Ultimate in Betrieben umsetzen

Der angehende Organisations-Psychologe Jan Ziegler belegt in seiner Masterthesis, dass die Konfliktlösung im Sport Ultimate Frisbee das spätere Sozialverhalten der Spielenden im Berufsleben beeinflusst. Auch, wenn dies nur ein erster Einblick in ein weites Forschungsfeld ist, bekräftigt es doch den Nutzen von Ultimate, um dabei auch eine innere Haltung der Fairness zu trainieren, die ein großes Potenzial zur einvernehmlichen Konfliktlösung in Betrieben beherbergt.
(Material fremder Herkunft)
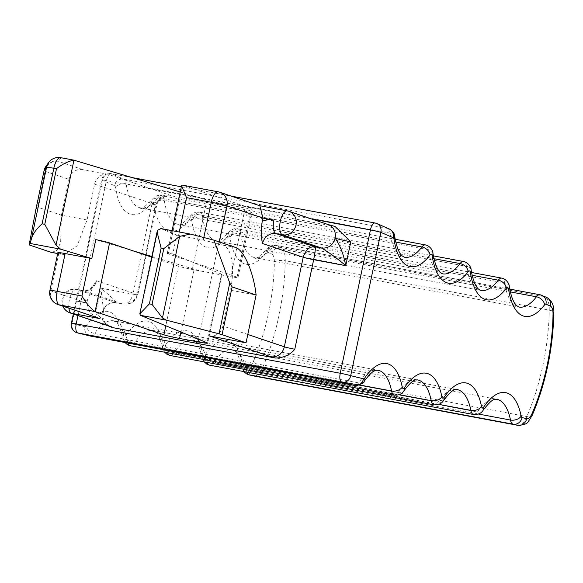 <?xml version="1.0" encoding="UTF-8"?>
<svg xmlns="http://www.w3.org/2000/svg" width="583" height="583" viewBox="0 0 583 583"><rect width="100%" height="100%" fill="white"/><g stroke="black" fill="none" stroke-linecap="round" stroke-linejoin="round"><path stroke-width="0.44" stroke-dasharray="2.92 2.19" d="M107.046 325.416L95.874 312.058L100.91 288.177L103.57 310.979L102.185 312.532A12.221 11.172 -71.3 0 0 109.276 326.167M259.901 205.799L287.528 210.944L326.611 224.156A24.442 1.275 -168.1 0 0 334.248 226.291L171.183 195.815L166.352 195.822L151.864 204.611A8.147 0.423 -168.1 0 0 156.71 205.238A8.147 0.423 -168.1 0 0 156.069 204.924L137.202 294.488C134.418 301.965 129.39 305.084 122.117 303.845L115.704 302.643C108.875 302.111 104.364 305.405 102.185 312.532A12.221 0.641 11.9 0 1 103.14 312.998A12.221 0.641 11.9 0 1 95.874 312.058M122.117 303.845C127.101 304.756 130.73 301.535 132.99 294.175L100.91 288.177C107.563 293.774 117.555 302.096 115.704 302.643L122.117 303.845L83.034 290.64L76.613 289.438L115.704 302.643M57.877 252.621L63.962 254.742L77.051 245.88L87.078 219.988L94.628 184.162L156.069 204.924A12.221 11.172 108.7 0 1 169.587 195.043L108.147 174.281L82.48 169.478C75.637 168.953 71.126 172.247 68.962 179.367L44.986 171.264L37.436 207.089L35.833 209.683M180.22 191.996L206.95 200.027A16.295 0.853 -168.1 0 0 226.86 204.567L212.387 273.23A16.295 0.853 -168.1 0 0 222.079 274.476A16.295 0.853 -168.1 0 0 221.525 274.119L207.06 342.789M151.893 256.498L192.477 268.69A16.295 0.853 -168.1 0 0 212.387 273.23L230.722 276.655L245.188 207.993L226.86 204.567M245.188 207.993A12.221 0.641 -168.1 0 0 252.461 208.925A12.221 0.641 -168.1 0 0 251.499 208.459L182.457 185.146M209.377 335.932A12.221 11.172 -71.3 0 0 222.895 326.05L230.438 290.225L256.112 295.02M160.689 228.529L176.758 235.117L172.772 254.028L221.525 274.119M198.475 339.248L212.387 273.23L194.052 269.798L180.941 332.019M151.755 257.169L178.362 266.161A12.221 0.641 -168.1 0 0 194.052 269.798M49.905 290.436A12.221 0.641 -168.1 0 0 50.867 290.895L86.823 303.051L75.826 300.996A12.221 4.912 -79.4 0 1 82.764 290.567C86.576 291.376 90.212 289.532 93.674 285.021L87.501 299.851L86.823 303.051L89.716 312.663L98.002 318.056M93.674 285.021L96.552 280.751L137.202 294.488A8.147 0.423 -168.1 0 1 137.836 294.794A8.147 0.423 -168.1 0 1 132.99 294.175L151.864 204.611M108.147 174.281A12.221 11.172 -71.3 0 0 94.628 184.162M51.617 252.439L56.996 250.34L60.647 242.404L61.412 215.193L68.962 179.367M132.735 250.741L95.787 239.635M172.772 254.028A12.221 0.641 11.9 0 0 167.277 253.416A12.221 0.641 11.9 0 0 168.239 253.875L237.033 277.122A12.221 0.641 11.9 0 1 237.988 277.588A12.221 0.641 11.9 0 1 230.722 276.655M176.758 235.117L203.285 240.065L223.194 245.137A40.737 16.368 -79.4 0 1 230.438 290.225M87.078 219.988L61.412 215.193L37.436 207.089M90.802 336.121A12.221 4.912 100.6 0 0 94.541 333.556L358.552 382.9A61.098 24.552 100.6 0 1 377.799 370.169L113.794 320.832A61.098 24.552 100.6 0 0 94.541 333.556A8.147 5.502 34.3 0 1 86.138 325.875A69.246 27.824 100.6 0 1 123.574 335.028A4.074 1.64 100.6 0 0 125.775 335.568A8.147 5.502 -145.7 0 0 134.177 343.249L398.182 392.592A8.147 5.502 -145.7 0 0 403.844 390.865M127.954 343.066A12.221 4.912 100.6 0 1 127.575 341.631A8.147 5.276 168.7 0 1 122.918 337.994C117.132 316.977 114.873 322.88 113.794 320.832A61.098 24.552 100.6 0 1 127.575 341.631L359.551 384.991M124.937 342.505L122.918 337.994A8.147 5.276 168.7 0 1 123.574 335.028M394.334 395.136A12.221 4.912 100.6 0 0 398.182 392.592A61.098 24.552 100.6 0 1 417.435 379.861L153.431 330.517A61.098 24.552 100.6 0 0 134.177 343.249A12.221 4.912 100.6 0 1 130.33 345.792M364.215 381.18A8.147 5.502 34.3 0 1 358.552 382.9A12.221 4.912 100.6 0 1 354.894 385.472M77.984 315.592L106.427 180.606A8.147 0.423 -168.1 0 0 101.58 179.979A8.147 0.423 -168.1 0 0 102.222 180.293L72.022 323.587L84.819 326.72A8.147 7.455 -76.3 0 0 90.219 336.005M84.819 326.72A4.074 1.64 100.6 0 0 86.138 325.875M125.775 335.568A69.246 27.824 100.6 0 1 163.211 344.713A4.074 1.64 100.6 0 0 165.412 345.253A69.246 27.824 100.6 0 1 202.84 354.406A4.074 1.64 100.6 0 0 205.048 354.945A69.246 27.824 100.6 0 1 242.477 364.091A4.074 1.64 100.6 0 0 243.359 365.475L248.001 366.605A12.221 4.912 100.6 0 0 253.423 361.358A114.057 45.824 100.6 0 0 274.367 262A12.221 4.912 100.6 0 0 271.722 254.02L267.254 252.082A4.074 1.64 100.6 0 0 265.95 252.716A69.246 27.824 100.6 0 1 229.891 237.033A4.074 1.64 100.6 0 0 227.771 236.115A69.246 27.824 100.6 0 1 191.712 220.425A4.074 1.64 100.6 0 0 189.592 219.507A69.246 27.824 100.6 0 1 153.54 203.824A4.074 1.64 100.6 0 0 151.42 202.899A69.246 27.824 100.6 0 1 115.361 187.216A4.074 1.64 100.6 0 0 114.545 185.656A8.147 7.426 113.5 0 1 123.669 179.105L387.673 228.449A8.147 7.426 113.5 0 1 389.138 228.893M311.468 218.931L106.427 180.606A8.147 3.272 -79.4 0 1 110.427 173.683A8.147 3.272 -79.4 0 1 111.054 173.654A8.147 3.272 -79.4 0 1 111.338 173.741A8.147 7.426 113.5 0 0 102.222 180.293L114.545 185.656M163.211 344.713A8.147 5.276 -11.3 0 0 162.555 347.679A8.147 5.276 -11.3 0 0 167.204 351.323L399.187 394.676M167.591 352.759A12.221 4.912 100.6 0 1 167.204 351.323A61.098 24.552 100.6 0 0 153.431 330.517C154.51 332.572 156.769 326.669 162.555 347.679L164.574 352.19M77.422 332.871A8.147 7.455 103.7 0 1 72.022 323.587A8.147 0.423 -168.1 0 1 71.381 323.281M115.361 187.216A8.147 4.89 171.4 0 1 126.103 183.791A12.221 4.912 100.6 0 0 123.669 179.105L111.338 173.741L375.343 223.085L387.673 228.449A12.221 4.912 100.6 0 1 390.107 233.134A8.147 4.89 171.4 0 1 394.757 236.705M151.42 202.899L152.28 199.32L157.92 197.63L395.777 242.083M153.54 203.824A8.147 4.89 171.4 0 1 164.282 200.392A12.221 4.912 100.6 0 0 161.411 195.575C158.416 194.758 155.369 196.005 152.28 199.32C144.679 207.125 140.736 209.975 140.459 207.876L404.464 257.22A61.098 24.552 100.6 0 1 390.107 233.134L126.103 183.791A61.098 24.552 100.6 0 0 140.459 207.876A61.098 24.552 100.6 0 0 157.92 197.63A12.221 4.912 100.6 0 1 161.411 195.575L395.187 239.27M189.592 219.507L190.459 215.929L196.099 214.231L433.956 258.692M432.929 253.306A8.147 4.89 -8.6 0 0 428.286 249.735L164.282 200.392A61.098 24.552 100.6 0 0 178.638 224.477A61.098 24.552 100.6 0 0 196.099 214.231A12.221 4.912 100.6 0 1 199.59 212.183L433.366 255.879M191.712 220.425A8.147 4.89 171.4 0 1 202.461 217A12.221 4.912 100.6 0 0 199.59 212.183C196.595 211.367 193.549 212.613 190.452 215.929C182.858 223.734 178.915 226.583 178.638 224.477L442.643 273.821A61.098 24.552 100.6 0 1 428.286 249.735A12.221 4.912 100.6 0 0 425.415 244.918M227.771 236.115L228.631 232.537L234.271 230.839L472.135 275.3M471.108 269.914A8.147 4.89 -8.6 0 0 466.466 266.344L202.461 217A61.098 24.552 100.6 0 0 216.81 241.085A61.098 24.552 100.6 0 0 234.271 230.839A12.221 4.912 100.6 0 1 237.769 228.791L471.545 272.487M229.891 237.033A8.147 4.89 171.4 0 1 240.633 233.608A12.221 4.912 100.6 0 0 237.769 228.791C234.767 227.968 231.728 229.221 228.631 232.537C221.03 240.334 217.095 243.184 216.81 241.085L480.822 290.429A61.098 24.552 100.6 0 1 466.466 266.344A12.221 4.912 100.6 0 0 463.594 261.527M265.95 252.716L266.81 249.138L272.45 247.447L510.314 291.901M509.287 286.523A8.147 4.89 -8.6 0 0 504.645 282.952L240.633 233.608A61.098 24.552 100.6 0 0 254.99 257.693A61.098 24.552 100.6 0 0 272.45 247.447A12.221 4.912 100.6 0 1 275.941 245.399L509.724 289.088M267.254 252.082A8.147 7.426 113.5 0 1 276.378 245.53A12.221 4.912 100.6 0 0 275.941 245.399C272.239 243.876 266.497 248.752 266.81 249.145C259.209 256.943 255.274 259.792 254.99 257.693L518.994 307.037A61.098 24.552 100.6 0 1 504.645 282.952A12.221 4.912 100.6 0 0 501.774 278.135M271.722 254.02A8.147 7.426 113.5 0 1 280.838 247.476L544.85 296.813A8.147 7.426 113.5 0 1 546.315 297.264M517.944 425.35A20.369 8.184 100.6 0 0 526.813 416.568A122.204 49.096 100.6 0 0 549.252 310.105A20.369 8.184 100.6 0 0 544.85 296.813L540.383 294.874L276.378 245.53L280.838 247.476A20.369 8.184 100.6 0 1 285.247 260.761L549.252 310.105A8.147 2.937 -179.2 0 1 553.85 312.823M274.367 262A8.147 2.937 -179.2 0 1 285.247 260.761A122.204 49.096 100.6 0 1 262.809 367.224L526.813 416.568A8.147 3.702 -156.5 0 0 532.235 415.322M253.423 361.358A8.147 3.702 -156.5 0 0 262.809 367.224A20.369 8.184 100.6 0 1 254.122 376.035M248.001 366.605A8.147 7.455 -76.3 0 0 253.394 375.889M248.759 374.76A8.147 7.455 103.7 0 1 243.359 365.475M242.477 364.091A8.147 5.276 -11.3 0 0 241.821 367.057A8.147 5.276 -11.3 0 0 246.478 370.701A12.221 4.912 100.6 0 0 246.857 372.136M205.048 354.945C206.127 358.858 208.933 361.416 213.451 362.626L477.455 411.97A8.147 5.502 -145.7 0 0 483.118 410.243M478.454 414.054L246.478 370.701A61.098 24.552 100.6 0 0 232.697 349.895A61.098 24.552 100.6 0 0 213.451 362.626A12.221 4.912 100.6 0 1 209.596 365.169M202.84 354.406A8.147 5.276 -11.3 0 0 202.184 357.372A8.147 5.276 -11.3 0 0 206.841 361.008A12.221 4.912 100.6 0 0 207.227 362.444M438.824 404.369L206.841 361.008A61.098 24.552 100.6 0 0 193.06 340.21A61.098 24.552 100.6 0 0 173.814 352.934A8.147 5.502 34.3 0 1 165.412 345.253M169.966 355.484A12.221 4.912 100.6 0 0 173.814 352.934L437.818 402.277A8.147 5.502 -145.7 0 0 443.481 400.557M433.971 404.828A12.221 4.912 100.6 0 0 437.818 402.277A61.098 24.552 100.6 0 1 457.072 389.546L193.06 340.21C194.139 342.257 196.398 336.355 202.184 357.372L204.21 361.883M473.607 414.513A12.221 4.912 100.6 0 0 477.455 411.97A61.098 24.552 100.6 0 1 496.701 399.238L232.697 349.895C233.776 351.95 236.035 346.04 241.821 367.057L243.847 371.568M171.183 195.815A20.369 1.064 -168.1 0 0 169.587 195.043M82.48 169.478L58.504 161.374A12.221 11.172 -71.3 0 0 44.986 171.264A12.221 0.641 11.9 0 1 44.031 170.812M60.501 157.65A12.221 12.199 -145 0 1 61.04 157.753L58.504 161.374A12.221 12.199 -145 0 0 45.977 166.308M61.04 157.753L74.828 160.332M259.107 205.631L218.457 191.894L182.705 185.212L168.239 253.875M328.01 224.513A12.221 11.172 -71.3 0 0 326.611 224.156M247.797 334.467L222.895 326.05M157.935 230.059L140.029 315.031M178.362 266.161L165.798 325.78M58.832 253.08L50.867 290.895A12.221 11.172 -71.3 0 0 57.95 304.53M68.932 308.239A12.221 4.912 -79.4 0 1 69.406 299.793A12.221 4.912 -79.4 0 1 76.344 289.365A12.221 4.912 -79.4 0 1 76.613 289.438A12.221 11.172 108.7 0 0 63.095 299.319A12.221 11.172 108.7 0 0 69.545 312.714M206.95 200.027L192.477 268.69M237.033 277.122L251.499 208.459M218.975 243.709L219.339 241.974M223.194 245.137L235.517 247.44M160.995 228.623L191.362 234.3M178.529 235.445L179.258 231.998M62.862 306.192A12.221 12.221 0 0 1 76.344 289.365L82.764 290.567A12.221 4.912 -79.4 0 1 83.034 290.64A12.221 11.172 108.7 0 0 96.552 280.751M87.501 299.851A24.442 22.343 108.7 0 1 75.826 300.996M57.688 253.503L63.059 254.509M203.285 240.065L203.817 237.521M132.538 177.669L111.054 173.654A8.147 8.147 0 0 0 101.58 179.979L73.334 314.018M181.32 186.786L231.305 196.128M109.633 326.291L106.121 323.747C103.395 320.686 102.404 317.101 103.14 312.998L103.57 310.979C103.665 307.328 109.648 301.396 115.944 302.715L115.944 302.715M166.352 195.822L165.033 196.136C160.66 197.601 157.884 200.639 156.71 205.238L137.836 294.794L135.781 299.298C130.935 304.523 126.919 304.005 126.817 304.137L122.598 303.954M222.079 274.476L207.606 343.139M237.988 277.588L252.461 208.925M167.277 253.416L172.072 230.657M57.673 253.569L63.962 254.742"/><path stroke-width="0.87" d="M61.04 157.753A12.221 4.912 100.6 0 0 60.77 157.68A12.221 4.912 100.6 0 0 53.84 168.108L42.093 223.836L44.767 224.338L56.026 245.159L60.53 249.152L91.801 258.546A12.221 0.641 -168.1 0 0 89.891 258.182L81.926 295.996L57.178 291.369A12.221 0.641 -168.1 0 0 49.905 290.436A12.221 12.221 0 0 0 57.95 304.53L99.999 318.631L71.585 313.319L110.668 326.531A24.442 1.275 11.9 0 1 112.41 327.566L275.475 358.042C283.673 357.853 290.115 354.916 294.794 349.239L313.669 259.675L345.755 265.673L350.784 241.792L335.057 226.466L334.248 226.291M112.41 327.566L107.046 325.416M160.995 228.623L157.935 230.059L157.067 231.954L161.119 248.154L149.379 303.874L152.054 304.377L162.446 317.975L166.366 320.169L219.055 333.819A12.221 0.641 11.9 0 1 222.065 334.686L246.041 342.789L209.377 335.932L270.818 356.694A12.221 11.172 108.7 0 0 284.336 346.812L247.797 334.467M149.379 303.874L139.811 313.873L140.445 315.33L207.06 342.789A16.295 0.853 11.9 0 1 207.606 343.139A16.295 0.853 11.9 0 1 197.914 341.893L179.586 338.468A12.221 0.641 11.9 0 1 163.896 334.824L95.102 311.577L59.349 304.894A12.221 4.912 -79.4 0 1 56.682 294.51A12.221 4.912 -79.4 0 1 57.178 291.369L65.143 253.554L89.891 258.182M44.031 170.812A12.221 0.641 11.9 0 1 44.031 170.797L46.574 167.161L56.515 168.611C62.935 163.845 68.743 161.032 73.932 160.187L180.22 191.996M259.683 205.719L287.251 210.871A12.221 4.912 100.6 0 1 287.528 210.944A12.221 11.172 108.7 0 1 288.92 211.308L328.01 224.513A12.221 11.172 -71.3 0 1 335.094 238.148C339.991 245.042 343.547 254.217 345.755 265.673C337.491 258.641 329.439 252.767 321.583 248.037L315.163 246.835C315.673 247.782 315.177 252.06 313.669 259.675A8.147 0.423 -168.1 0 1 303.211 257.249L284.336 346.812A8.147 0.423 11.9 0 0 294.794 349.239M246.041 342.789L256.112 295.02L232.136 286.916L229.768 282.981L219.055 333.819M161.119 248.154L163.794 248.649L179.644 236.363L190.437 234.089L213.932 240.145L229.768 282.981M151.755 257.169L109.568 242.914A12.221 0.641 -168.1 0 0 95.787 239.635L91.801 258.546M81.926 295.996C86.473 303.539 90.861 308.728 95.102 311.577L109.568 242.914M219.339 241.974L226.94 205.894L262.904 218.042L273.901 220.104A24.442 22.343 -71.3 0 0 262.226 221.249L262.904 218.042L259.901 205.799L219.857 192.259A12.221 11.172 -71.3 0 0 218.457 191.894A12.221 4.912 -79.4 0 0 218.188 191.822L182.457 185.146L181.546 185.766L186.502 197.63L211.25 202.25A12.221 4.912 -79.4 0 1 218.188 191.822A12.221 12.221 0 0 1 219.857 192.259A12.221 11.172 -71.3 0 1 221.219 192.835A12.221 11.172 -71.3 0 1 226.94 205.894A12.221 0.641 -168.1 0 0 211.25 202.25L203.817 237.521M56.026 245.159L73.932 160.187L74.828 160.332M42.093 223.836C36.758 228.609 33.282 233.309 31.657 237.951L46.574 167.161A12.221 12.199 -145 0 1 48.52 162.679A12.221 12.221 0 0 1 60.77 157.68L74.471 160.245M132.735 250.741L151.893 256.498M315.163 246.835C309.69 246.201 305.703 249.677 303.211 257.249L262.561 243.512A12.221 11.172 108.7 0 1 276.08 233.63L315.163 246.835M262.226 221.249C260.951 230.431 261.06 237.857 262.561 243.512M213.932 240.145L235.517 247.44C244.204 249.976 253.824 273.471 256.112 295.02M65.143 253.554C58.737 252.403 56.638 252.242 58.832 253.08M31.657 237.951L30.156 243.475L29.15 244.911L35.971 209.057M57.673 253.569L50.736 252.206L29.15 244.911M359.551 384.991L391.579 390.974A61.098 24.552 100.6 0 0 377.799 370.169C376.297 371.189 375.474 366.649 364.215 381.18A8.147 5.502 34.3 0 0 364.812 377.959A69.246 27.824 100.6 0 1 402.248 387.112A8.147 5.276 168.7 0 1 391.579 390.974A12.221 4.912 100.6 0 0 394.334 395.136C398.874 395.369 402.044 393.94 403.844 390.865A8.147 5.502 -145.7 0 0 404.449 387.651A4.074 1.64 100.6 0 1 402.248 387.112M127.954 343.066A12.221 4.912 100.6 0 0 130.33 345.792L394.334 395.136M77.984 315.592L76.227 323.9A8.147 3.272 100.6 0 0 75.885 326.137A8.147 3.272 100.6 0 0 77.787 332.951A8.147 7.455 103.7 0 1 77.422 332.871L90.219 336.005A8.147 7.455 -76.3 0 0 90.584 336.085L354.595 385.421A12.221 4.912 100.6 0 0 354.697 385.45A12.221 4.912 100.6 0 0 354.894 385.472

Für seine Untersuchung führte Jan Ziegler sechs Interviews mit deutschen Ultimate-Spielenden mit mindestens drei Jahren Spielerfahrung durch. Nach den einzelnen Zusammenfassungen setzt Jan Ziegler die Ergebnisse in Beziehung zueinander. Auch, wenn es sich nur um eine kleine Stichprobe handelt, sind die Gemeinsamkeiten und Unterschiede der Befragungen doch bereits sehr interessant, in Hinblick auf die Umsetzbarkeit der konsensualen Streitschlichtung aus dem Ultimate in Betrieben.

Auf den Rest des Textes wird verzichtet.